The thoughtless waltz into war with Iran

The endless tit-for-tat between the US and Iran is dragging both closer to the edge.

Tim Black

Tim Black

Topics Politics USA World

The British state made the first move last week, when 30 Royal Marines helped seize the Iranian-flagged Grace 1 in Gibraltar. Foreign Office officials said the ship was being impounded because it was delivering oil to Syria in violation of EU sanctions.
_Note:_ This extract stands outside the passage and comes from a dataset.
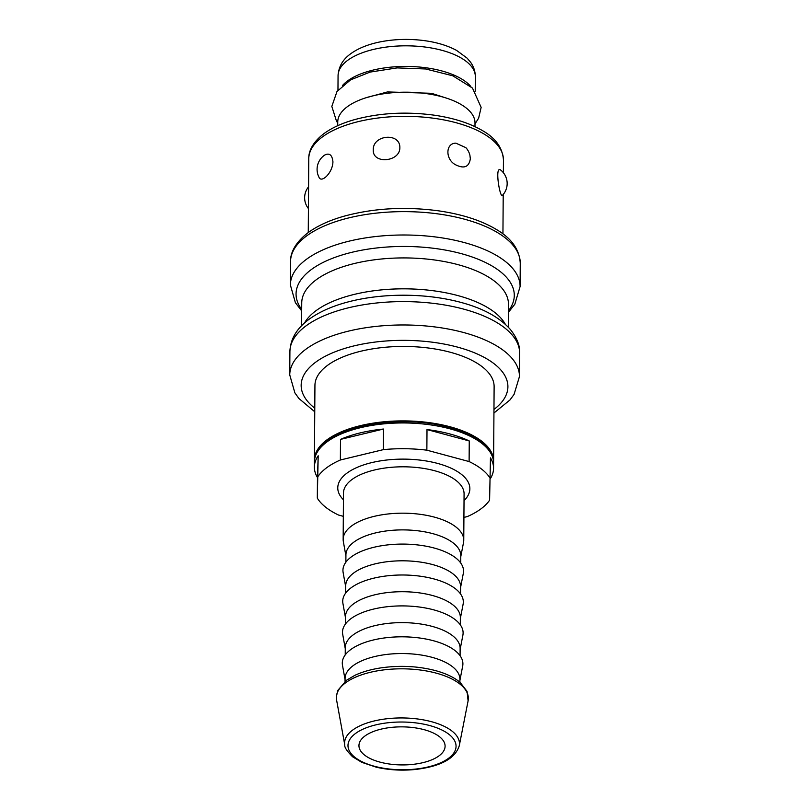 <?xml version="1.0" encoding="UTF-8"?>
<svg xmlns="http://www.w3.org/2000/svg" width="810" height="810" viewBox="0 0 810 810"><rect width="100%" height="100%" fill="white"/><g stroke="black" fill="none" stroke-linecap="round" stroke-linejoin="round"><path stroke-width="1.21" d="M379.941 762.109A43.072 19.035 0.4 0 1 358.951 745.595A43.072 19.035 0.4 0 1 402.155 726.864A43.072 19.035 0.4 0 1 445.095 746.192A43.072 19.035 0.4 0 1 423.225 762.585A43.072 19.035 0.4 0 1 379.941 762.109M314.442 460.86A89.596 39.589 0.4 0 1 314.422 459.857A89.596 39.589 0.4 0 1 404.291 420.896A89.596 39.589 0.4 0 1 493.604 461.103A89.596 39.589 0.4 0 1 493.563 462.105M493.604 461.103L494.12 386.653A89.596 39.589 -179.6 0 0 404.808 346.447A89.596 39.589 -179.6 0 0 314.938 385.408L314.422 459.857M474.974 126.654L475.004 122.998A68.627 30.324 -179.6 0 0 406.579 92.188A68.627 30.324 -179.6 0 0 337.74 122.037L337.719 125.692M470.873 86.549A68.627 30.324 -179.6 0 0 406.782 66.43A68.627 30.324 -179.6 0 0 342.387 85.637M465.882 147.663A17.233 17.233 0 0 1 469.911 155.287L470.326 158.77C469.061 166.981 464.191 169.006 455.726 164.845C445.216 159.661 445.338 143.157 455.878 143.157L465.871 147.663M332.93 161.767C332.768 172.763 321.317 183.678 318.938 177.137A17.233 17.233 0 0 1 324.709 155.054C329.437 152.695 332.181 154.933 332.93 161.767M399.856 147.683C400.029 162.051 372.468 164.389 373.268 149.941C372.681 134.662 400.241 132.324 399.856 147.683M500.519 169.918A17.233 17.233 0 0 1 502.433 195.372C500.033 198.663 494.454 165.807 500.509 169.938M318.188 455.777L317.469 477.515A89.596 39.589 0.4 0 1 314.371 467.066A89.596 39.589 0.4 0 1 318.188 455.777L317.317 498.13A89.596 39.589 0.4 0 0 338.529 515.038L343.318 516.334M463.917 517.408L467.279 516.598A89.596 39.589 0.4 0 0 489.594 500.216L490.455 457.863A89.596 39.589 0.4 0 1 493.553 468.322A89.596 39.589 0.4 0 1 490.303 478.74M469.253 440.954L427.002 429.563A89.596 39.589 0.4 0 1 469.253 440.954L469.111 461.558A89.596 39.589 0.4 0 1 490.313 478.477M469.111 461.558L426.86 450.178L427.002 429.563M383.484 429.037L340.504 439.395A89.596 39.589 0.4 0 1 383.484 429.037L383.343 449.641A89.596 39.589 0.4 0 1 426.86 450.178M383.343 449.641L340.362 459.999L340.504 439.395M318.046 476.381A89.596 39.589 0.4 0 1 326.896 467.572A89.596 39.589 0.4 0 1 340.362 459.999M345.91 555.913L343.349 541.586A60.304 26.649 0.4 0 1 343.156 539.399A60.304 26.649 0.4 0 1 351.682 525.872A60.304 26.649 0.4 0 1 419.58 514.239A60.304 26.649 0.4 0 1 463.755 540.24A60.304 26.649 0.4 0 1 463.543 542.427L460.768 556.723M345.87 562.201L345.921 554.87A57.429 25.373 0.4 0 1 354.041 541.991A57.429 25.373 0.4 0 1 418.709 530.904A57.429 25.373 0.4 0 1 460.779 555.68L460.728 563.011M345.698 586.825L343.126 572.498A60.304 26.649 0.4 0 1 351.469 556.774A60.304 26.649 0.4 0 1 421.737 545.474A60.304 26.649 0.4 0 1 463.32 573.338L460.556 587.635M345.657 593.112L345.708 585.782A57.429 25.373 0.4 0 1 353.828 572.903A57.429 25.373 0.4 0 1 418.497 561.816A57.429 25.373 0.4 0 1 460.566 586.592L460.515 593.922M345.485 617.736L342.913 603.409A60.304 26.649 0.4 0 1 351.257 587.685A60.304 26.649 0.4 0 1 421.524 576.386A60.304 26.649 0.4 0 1 463.107 604.25L460.343 618.546M345.435 624.024L345.485 616.693A57.429 25.373 0.4 0 1 353.616 603.814A57.429 25.373 0.4 0 1 418.274 592.728A57.429 25.373 0.4 0 1 460.353 617.503L460.293 624.834M345.262 648.648L342.701 634.321A60.304 26.649 0.4 0 1 351.044 618.597A60.304 26.649 0.4 0 1 421.311 607.297A60.304 26.649 0.4 0 1 462.895 635.162L460.12 649.458M345.222 654.936L345.273 647.605A57.429 25.373 0.4 0 1 353.393 634.726A57.429 25.373 0.4 0 1 418.061 623.639A57.429 25.373 0.4 0 1 460.131 648.415L460.08 655.746M345.05 679.56L342.478 665.233A60.304 26.649 0.4 0 1 350.821 649.509A60.304 26.649 0.4 0 1 421.099 638.209A60.304 26.649 0.4 0 1 462.682 666.073L459.908 680.37M345.04 681.392L345.06 678.517A57.429 25.373 0.4 0 1 353.18 665.638A57.429 25.373 0.4 0 1 417.849 654.551A57.429 25.373 0.4 0 1 459.918 679.317L459.898 682.192M317.317 498.13L317.469 477.515M475.227 91.186L475.328 76.626A68.627 30.324 -179.6 0 0 406.903 45.826A68.627 30.324 -179.6 0 0 338.064 75.674L337.962 90.234M301.674 310.908L295.387 302.677L290.375 284.958A114.858 50.757 0.4 0 1 306.615 259.18A114.858 50.757 0.4 0 1 464.12 242.514A114.858 50.757 0.4 0 1 520.091 286.558L514.836 304.206L508.427 312.346M301.695 309.39A109.117 48.215 0.4 0 1 311.485 269.436A109.117 48.215 0.4 0 1 451.018 251.181A109.117 48.215 0.4 0 1 508.437 310.837M301.573 325.762L301.735 302.879A103.376 45.674 0.4 0 1 316.356 279.683A103.376 45.674 0.4 0 1 458.106 264.678A103.376 45.674 0.4 0 1 508.477 304.327L508.326 327.21M304.58 322.906A103.376 45.674 0.4 0 1 316.143 310.594A103.376 45.674 0.4 0 1 457.893 295.589A103.376 45.674 0.4 0 1 505.349 324.314M348.189 301.907A109.117 48.215 0.4 0 1 462.044 302.707C483.732 308.63 499.871 317.591 510.452 329.589C517.023 337.942 520.081 345.799 519.625 353.16A114.858 50.757 0.4 0 0 463.654 309.116A114.858 50.757 0.4 0 0 306.15 325.782A114.858 50.757 0.4 0 0 289.909 351.56C290.375 339.015 296.804 328.232 309.217 319.18C319.474 311.779 332.464 306.018 348.189 301.907M314.756 411.774L298.92 398.5L294.87 392.84L289.747 374.929A114.858 50.757 0.4 0 1 305.988 349.15A114.858 50.757 0.4 0 1 463.492 332.485A114.858 50.757 0.4 0 1 519.463 376.528L519.625 353.16M314.786 408.189A103.376 45.674 0.4 0 1 315.779 362.11A103.376 45.674 0.4 0 1 456.962 346.964A103.376 45.674 0.4 0 1 493.958 409.445M322.542 136.829A97.342 43.011 0.4 0 1 456.02 122.705A97.342 43.011 0.4 0 1 503.455 160.026C502.575 147.714 495.467 137.842 482.122 130.41C469.354 123.019 453.266 117.926 433.876 115.131C405.466 111.375 378.736 112.954 353.676 119.88C341.688 123.343 331.827 127.889 324.071 133.528C311.546 143.006 308.539 152.533 308.772 158.669A97.342 43.011 0.4 0 1 322.542 136.829M290.375 284.958L290.537 261.589A114.858 50.757 0.4 0 1 306.777 235.811A114.858 50.757 0.4 0 1 464.282 219.145A114.858 50.757 0.4 0 1 520.253 263.189L520.091 286.558M343.43 499.78A66.045 29.18 0.4 0 1 347.115 473.02A66.045 29.18 0.4 0 1 434.362 462.601A66.045 29.18 0.4 0 1 464.039 500.62M343.156 539.399L343.481 493.027A60.304 26.649 0.4 0 1 352.006 479.5A60.304 26.649 0.4 0 1 419.904 467.866A60.304 26.649 0.4 0 1 464.079 493.877L463.755 540.24M345.698 682.719A65.995 29.16 0.4 0 1 422.648 670.346A65.995 29.16 0.4 0 1 468.099 700.873L467.056 691.375L460.151 682.415C454.005 677.251 445.48 673.231 434.575 670.366C417.342 666.053 399.411 665.233 380.791 667.896C370.818 669.424 362.161 671.915 354.831 675.358L346.579 680.208L337.74 690.495L336.312 697.056L336.575 699.962A65.995 29.16 0.4 0 1 345.698 682.719M459.25 745.838C455.139 758.636 440.458 766.523 415.196 769.5C401.669 770.816 388.699 770.037 376.275 767.192L361.837 762.352L352.613 756.793C346.943 751.123 344.331 747.205 344.797 745.038A57.429 25.373 0.4 0 1 352.735 730.033A57.429 25.373 0.4 0 1 419.691 719.27A57.429 25.373 0.4 0 1 459.25 745.838L468.099 700.873M355.63 733.394A54.037 23.875 0.4 0 1 449.206 734.528A54.037 23.875 0.4 0 1 401.223 769.763A54.037 23.875 0.4 0 1 355.63 733.394M314.371 467.066L314.412 461.913A89.596 39.589 0.4 0 1 327.078 441.815A89.596 39.589 0.4 0 1 427.953 424.531A89.596 39.589 0.4 0 1 493.584 463.168L493.553 468.322M475.328 76.626C475.267 71.3 473.647 66.45 470.458 62.076L467.117 58.148L456.627 50.433C447.393 45.461 436.296 42.15 423.346 40.5C409.809 38.819 396.485 39.083 383.373 41.29C373.45 43.001 364.794 45.765 357.402 49.602C348.017 54.685 339.015 61.732 338.064 75.674M289.747 374.929L289.909 351.56M519.463 376.528L514.077 394.389L509.966 399.968L493.938 413.019M290.537 261.589C290.274 254.583 293.676 243.607 308.316 232.51C317.429 225.889 329.073 220.523 343.238 216.422C372.924 208.221 404.615 206.347 438.301 210.802C462.226 214.255 481.798 220.603 497.036 229.868C511.758 238.636 519.494 249.743 520.253 263.189M502.939 233.908L503.212 194.491M503.364 172.732L503.455 160.026M308.256 232.551L308.772 158.669M308.58 186.806A17.233 17.233 0 0 0 308.428 208.565M344.797 745.038L336.575 699.962M314.412 461.913C314.25 457.154 316.295 449.206 327.696 440.488C347.48 427.184 375.233 420.957 410.964 421.828C456.243 423.316 494.546 441.652 493.584 463.168M447.009 98.304L431.517 93.302L387.443 91.935L366.1 97.737M474.994 123.889L478.629 118.179L481.14 107.386L472.473 88.067L452.76 75.786L425.655 68.972L397.153 67.898L370.079 72.09L350.578 79.866L336.98 91.52L331.827 106.414L336.535 121.287L337.74 122.938"/></g></svg>
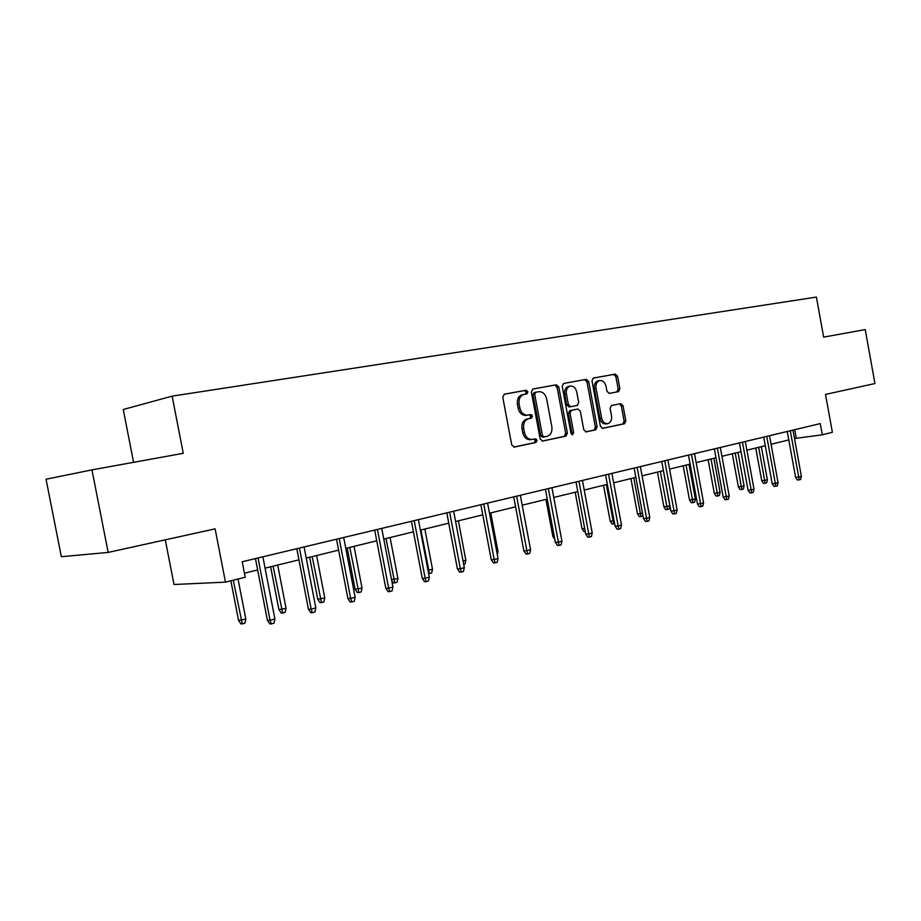 <?xml version="1.0" encoding="UTF-8"?>
<svg xmlns="http://www.w3.org/2000/svg" width="921" height="921" viewBox="0 0 921 921"><rect width="100%" height="100%" fill="white"/><g stroke="black" fill="none" stroke-linecap="round" stroke-linejoin="round"><path stroke-width="1.38" d="M527.929 391.805L526.167 390.228L504.351 394.176L502.762 397.204L511.708 444.843L514.275 447.053L535.964 442.471L537.024 440.353L535.262 438.822L532.488 439.398C528.458 439.72 525.776 437.371 524.417 432.363L523.681 428.426C523.116 423.361 524.705 420.149 528.435 418.779L531.44 418.18L532.476 416.085L530.726 414.531L527.94 415.083C523.899 415.348 521.194 412.965 519.847 407.945L519.099 404.008C518.546 399.012 520.1 395.834 523.773 394.464L526.916 393.877L527.929 391.805M525.361 394.165L526.259 392.127L524.498 390.562L504.063 394.257M513.688 447.076L534.284 442.725L535.331 440.606L534.03 439.075M531.947 439.49L530.807 439.662C526.777 439.973 524.095 437.636 522.737 432.64L522 428.702C521.447 423.648 523.024 420.437 526.754 419.067L529.759 418.479L530.795 416.384L529.31 414.807M618.532 391.621L619.902 388.789L617.577 376.252L615.286 374.099L593.308 378.082L591.984 380.926L600.4 426.239L602.737 428.357L624.507 423.752L625.843 420.897L623.045 405.781L620.766 403.663L611.452 405.516L610.116 408.371L611.521 415.924C611.97 419.999 610.761 422.566 607.872 423.625C604.752 423.902 602.656 422.014 601.586 417.961L596.048 388.178C595.588 384.184 596.773 381.639 599.594 380.58C602.771 380.281 604.913 382.192 606.018 386.313L606.939 391.252L609.253 393.394L618.532 391.621L616.817 391.932L618.187 389.099L615.861 376.585L613.57 374.433L593.136 378.14M108.16 552.416L61.35 556.721L46.05 479.242L91.95 469.883L108.16 552.416L215.123 528.861L225.472 582.13L245.228 577.26L242.223 561.752L820.254 423.591L822.292 434.804L832.377 432.306L825.527 394.43L874.95 383.539L865.233 329.58L823.65 337.121L816.397 297.08L172.135 396.145L123.253 409.5L133.58 462.33M91.95 469.883L183.256 453.316L172.135 396.145M558.782 386.981L556.342 384.771L532.891 389.007L531.359 391.989L540.143 438.88L542.63 441.067L565.931 436.14L567.394 433.158L558.782 386.981L557.09 387.315L554.649 385.105L532.614 389.088M563.664 383.447L586.32 379.348L588.68 381.524L597.119 426.93L595.726 429.842L586.147 431.868L583.764 429.727L580.311 411.18L577.928 409.016L571.423 410.305L570.018 413.23L573.645 432.651L572.632 434.724L570.939 433.215L562.201 386.36L563.664 383.447M165.285 539.833L174.011 584.513L225.472 582.13M794.501 438.534L822.292 434.804M244.445 573.196L257.638 569.972M265.064 568.153L298.934 559.853M306.233 558.068L338.606 550.148M345.778 548.386L376.735 540.811M383.792 539.084L413.425 531.831M420.367 530.128L448.746 523.186M455.584 521.505L482.788 514.851M489.5 513.204L515.599 506.815M522.207 505.203L547.247 499.067M553.763 497.478L577.801 491.584M584.225 490.018L607.319 484.365M613.639 482.811L635.847 477.377M642.075 475.858L663.442 470.619M669.567 469.123L690.128 464.092M696.184 462.607L715.974 457.76M721.937 456.298L741.002 451.635M746.885 450.196L765.27 445.695M771.061 444.279L788.79 439.939M794.731 429.693L796.262 438.108M522.955 394.625L522.092 394.787C518.419 396.157 516.865 399.334 517.429 404.319L519.099 404.008M527.94 415.083L526.259 415.371C522.219 415.636 519.525 413.264 518.166 408.256L517.429 404.319M542.066 441.078L564.251 436.393L565.69 433.423L557.09 387.315M535.78 392.254L534.721 394.338L542.411 435.437L544.15 436.957L547.12 436.335C550.827 434.988 552.404 431.799 551.84 426.757L546.625 398.839C545.301 393.889 542.665 391.517 538.693 391.724L534.042 392.588L533.04 394.66L534.721 394.338M544.035 436.98L542.457 437.222L540.719 435.702L533.04 394.66M563.399 383.516L586.32 379.348M585.618 431.88L594.01 430.107L595.403 427.194L586.976 381.858L584.616 379.682M577.928 409.016L569.731 410.593L568.326 413.517L571.941 432.916L573.645 432.651M571.653 434.47L571.941 432.916M576.73 391.92C575.602 387.729 573.38 385.795 570.099 386.106C567.175 387.211 565.943 389.79 566.415 393.854L568.407 404.538L570.813 406.714L577.317 405.447L578.71 402.546L576.73 391.92M568.775 386.371L568.395 386.44C565.482 387.534 564.251 390.113 564.711 394.176L566.415 393.854M570.813 406.714L569.109 407.013L566.703 404.837L564.711 394.176M609.034 393.417L616.817 391.932M598.236 380.845L597.89 380.903C595.07 381.973 593.884 384.506 594.344 388.501L596.048 388.178M607.376 423.706L606.156 423.902C603.036 424.167 600.941 422.29 599.87 418.238L594.344 388.501M602.207 428.369L622.78 424.017L624.127 421.173L621.33 406.069L619.407 403.928M245.815 619.108L244.928 623.183L242.292 623.885L240.888 623.885L238.539 620.374L245.815 619.108L238.044 579.033M242.292 623.885L233.278 580.207M238.539 620.374L230.86 580.806M255.439 558.587L267.378 620.293L270.06 620.282L258.007 557.976M274.895 618.981L273.974 623.183L271.292 623.92L270.06 620.282L274.895 618.981L262.876 556.814M271.292 623.92L269.795 623.92L267.378 620.293M286.051 608.355L285.188 612.35L282.655 613.029L281.216 613.041L278.913 609.61L286.051 608.355L277.705 565.057M282.655 613.029L273.111 566.185M278.913 609.61L270.636 566.783M324.768 598.005L323.904 601.931L321.464 602.587L320.001 602.61L317.733 599.249L324.768 598.005L316.605 555.536M321.464 602.587L312.184 556.618M317.733 599.249L309.652 557.228M296.792 548.709L308.431 609.184L311.183 609.149L299.429 548.076M315.822 607.883L314.913 612.016L312.346 612.718L311.183 609.149L315.822 607.883L304.103 546.959M312.346 612.718L310.814 612.73L308.431 609.184M336.51 539.211L347.873 598.512L350.682 598.443L339.204 538.566M355.138 597.234L354.24 601.275L351.764 601.954L350.682 598.443L355.138 597.234L343.694 537.496M351.764 601.954L350.21 601.989L347.873 598.512M362.022 588.047L361.17 591.904L358.822 592.537L357.325 592.583L355.103 589.267L362.022 588.047L354.044 546.372M358.822 592.537L349.796 547.408M355.103 589.267L347.205 548.041M391.529 579.643L397.907 578.469L390.101 537.542M397.907 578.469L397.055 582.245L394.798 582.855L386.014 538.543M394.798 582.855L393.279 582.912L391.713 580.575M428 570.295L432.49 569.224L424.857 529.034M432.49 569.224L431.65 572.943L429.474 573.53L420.909 530.001M429.474 573.53L428.622 573.564M374.697 530.082L385.795 588.254L388.65 588.151L377.437 529.425M392.933 586.999L392.047 590.96L389.675 591.616L388.65 588.151L392.933 586.999L381.755 528.401M389.675 591.616L388.086 591.662L385.795 588.254M411.434 521.309L422.279 578.376L425.168 578.261L414.22 520.641M429.301 577.145L428.426 581.036L426.135 581.658L425.168 578.261L429.301 577.145L418.376 519.64M426.135 581.658L424.523 581.727L422.279 578.376M446.8 512.847L457.403 568.879L460.339 568.729L449.632 512.168M464.311 567.658L463.447 571.481L461.237 572.079L460.339 568.729L464.311 567.658L453.639 511.213M461.237 572.079L459.614 572.16L457.403 568.879M463.067 561.05L465.842 560.313L458.382 520.826M465.842 560.313L465.024 563.963L463.677 564.32M480.866 504.708L491.238 559.715L494.209 559.554L483.744 504.017M498.042 558.517L497.19 562.27L495.061 562.846L494.209 559.554L498.042 558.517L487.6 503.096M495.061 562.846L493.414 562.938L491.238 559.715M496.822 552.036L498.042 551.702L490.732 512.905M498.042 551.702L497.34 554.787M513.722 496.856L523.876 550.885L526.87 550.7L516.623 496.166M530.565 549.699L529.725 553.394L527.675 553.947L526.87 550.7L530.565 549.699L520.342 495.268M527.675 553.947L526.006 554.051L523.876 550.885M531.797 414.853L532.05 416.165M536.344 439.133L536.586 440.411M545.416 489.281L555.351 542.365L558.379 542.17L548.352 488.579M561.937 541.203L561.108 544.829L559.128 545.37L558.379 542.17L561.937 541.203L551.932 487.727M559.128 545.37L557.447 545.474L555.351 542.365M554.787 539.326L552.876 536.494L545.923 499.389M552.876 536.494L554.235 536.39M576.005 481.971L585.744 534.145L588.784 533.927L578.964 481.257M592.226 532.994L591.409 536.563L589.498 537.081L588.784 533.927L592.226 532.994L582.429 480.428M589.498 537.081L587.805 537.196L585.744 534.145M585.261 531.544L583.983 531.636L582.003 528.712L575.199 492.228M582.003 528.712L584.697 528.516M605.558 474.902L615.101 526.202L618.164 525.972L608.539 474.188M621.491 525.062L620.673 528.573L618.831 529.08L618.164 525.972L621.491 525.062L611.889 473.394M618.831 529.08L617.128 529.207L615.101 526.202M614.629 523.704L612.131 524.072L610.197 521.194L613.121 520.964L606.363 484.596M613.766 523.945L613.121 520.964L614.077 520.699M610.197 521.194L603.52 485.298M634.12 468.075L643.468 518.523L646.554 518.281L637.125 467.361M649.766 517.406L648.96 520.849L647.175 521.344L646.554 518.281L649.766 517.406L640.36 466.59M647.175 521.344L645.46 521.47L643.468 518.523M642.904 515.449L642.743 516.14L639.393 516.739L637.482 513.906L640.417 513.665L633.786 477.884M641.028 516.612L640.417 513.665L642.467 513.112M637.482 513.906L630.931 478.586M661.75 461.479L670.914 511.097L674.011 510.833L664.755 460.753M677.119 509.992L676.313 513.388L674.586 513.86L674.011 510.833L677.119 509.992L667.886 460.005M674.586 513.86L672.871 513.999L670.914 511.097M669.855 505.802L669.083 509.06L667.426 509.509L665.779 509.647L663.903 506.861L669.855 505.802L663.362 470.643M667.426 509.509L660.345 471.379M663.903 506.861L657.479 472.082M688.471 455.089L697.462 503.914L700.57 503.637L691.498 454.364M703.575 502.82L702.792 506.159L701.123 506.619L700.57 503.637L703.575 502.82L694.526 453.639M701.123 506.619L699.396 506.769L697.462 503.914M695.367 498.986L694.618 502.187L693.006 502.624L691.349 502.774L689.507 500.022L695.367 498.986L689 464.368M693.006 502.624L686.076 465.082M689.507 500.022L683.198 465.784M714.351 448.907L723.169 496.96L726.278 496.672L717.378 448.182M729.202 495.889L728.419 499.17L726.796 499.608L726.278 496.672L729.202 495.889L720.314 447.479M726.796 499.608L725.069 499.769L723.169 496.96M720.107 492.367L719.359 495.533L717.793 495.947L716.147 496.108L714.316 493.403L720.107 492.367L713.844 458.278M717.793 495.947L711.024 458.98M714.316 493.403L708.122 459.683M739.413 442.909L748.071 490.214L751.191 489.926L742.453 442.184M754.011 489.155L753.24 492.401L751.674 492.827L751.191 489.926L754.011 489.155L745.296 441.504M751.674 492.827L749.936 492.988L748.071 490.214M744.099 485.966L743.362 489.074L741.842 489.477L740.185 489.638L738.389 486.979L744.099 485.966L737.951 452.384M741.842 489.477L735.211 453.051M738.389 486.979L732.299 453.765M763.693 437.107L772.201 483.686L775.321 483.387L766.744 436.381M778.061 482.639L777.301 485.828L775.781 486.242L775.321 483.387L778.061 482.639L769.507 435.725M775.781 486.242L774.043 486.415L772.201 483.686M767.377 479.737L766.64 482.811L765.167 483.203L763.509 483.364L761.748 480.75L767.377 479.737L761.333 446.662M765.167 483.203L758.674 447.307M761.748 480.75L755.761 448.02M787.248 431.477L795.594 477.354L798.726 477.043L790.299 430.752M801.374 476.33L800.625 479.461L799.152 479.864L798.726 477.043L801.374 476.33L792.969 430.107M799.152 479.864L797.413 480.037L795.594 477.354M524.498 390.562L526.167 390.228M522.391 394.729L524.061 394.395M518.166 408.256L519.847 407.945M526.939 419.032L528.619 418.744M522 428.702L523.681 428.426M522.737 432.64L524.417 432.363M565.69 433.423L567.394 433.158M554.649 385.105L556.342 384.771M540.719 435.702L542.411 435.437M586.976 381.858L588.68 381.524M595.403 427.194L597.119 426.93M568.326 413.517L570.018 413.23M566.703 404.837L568.407 404.538M599.87 418.238L601.586 417.961M621.33 406.069L623.045 405.781M624.127 421.173L625.843 420.897M622.769 424.028L624.484 423.764L622.78 424.017M613.57 374.433L615.286 374.099M615.861 376.585L617.577 376.252M618.187 389.099L619.902 388.789M522.092 394.787L523.773 394.464M526.754 419.067L528.435 418.779M534.042 392.588L535.723 392.265M568.395 386.44L570.099 386.106M597.89 380.903L599.594 380.58M616.874 391.92L618.59 391.609"/></g></svg>

Iran denied the accusations, before making its countermove on Friday, when Iran’s Revolutionary Guards seized the Stena Impero, a British-flagged tanker, in the Strait of Hormuz, claiming it had been involved in an earlier collision with an Iranian fishing vessel. Ali Larijani, the Iranian parliament speaker, explicitly revealed the real tit-for-tat motive behind the detention of Stena Impero: Britain ‘stole and got a response’ from the Revolutionary Guards, he said.

Of course, what lends this UK-Iran face-off its larger meaning is that it is implicated in the escalating conflict between the US and Iran. The UK denies this, stating publicly that it was acting on independent intelligence, and was only concerned about the ship’s destination (a port in Syria), not its provenance (Iran). But privately, according to reports, it’s a different story, with British officials admitting they worked with their US counterparts on the seizure of Grace 1.

And so this slow-motion dance towards a US-led war with Iran continues, with neither side seemingly able to resist rising to the other’s apparent provocation.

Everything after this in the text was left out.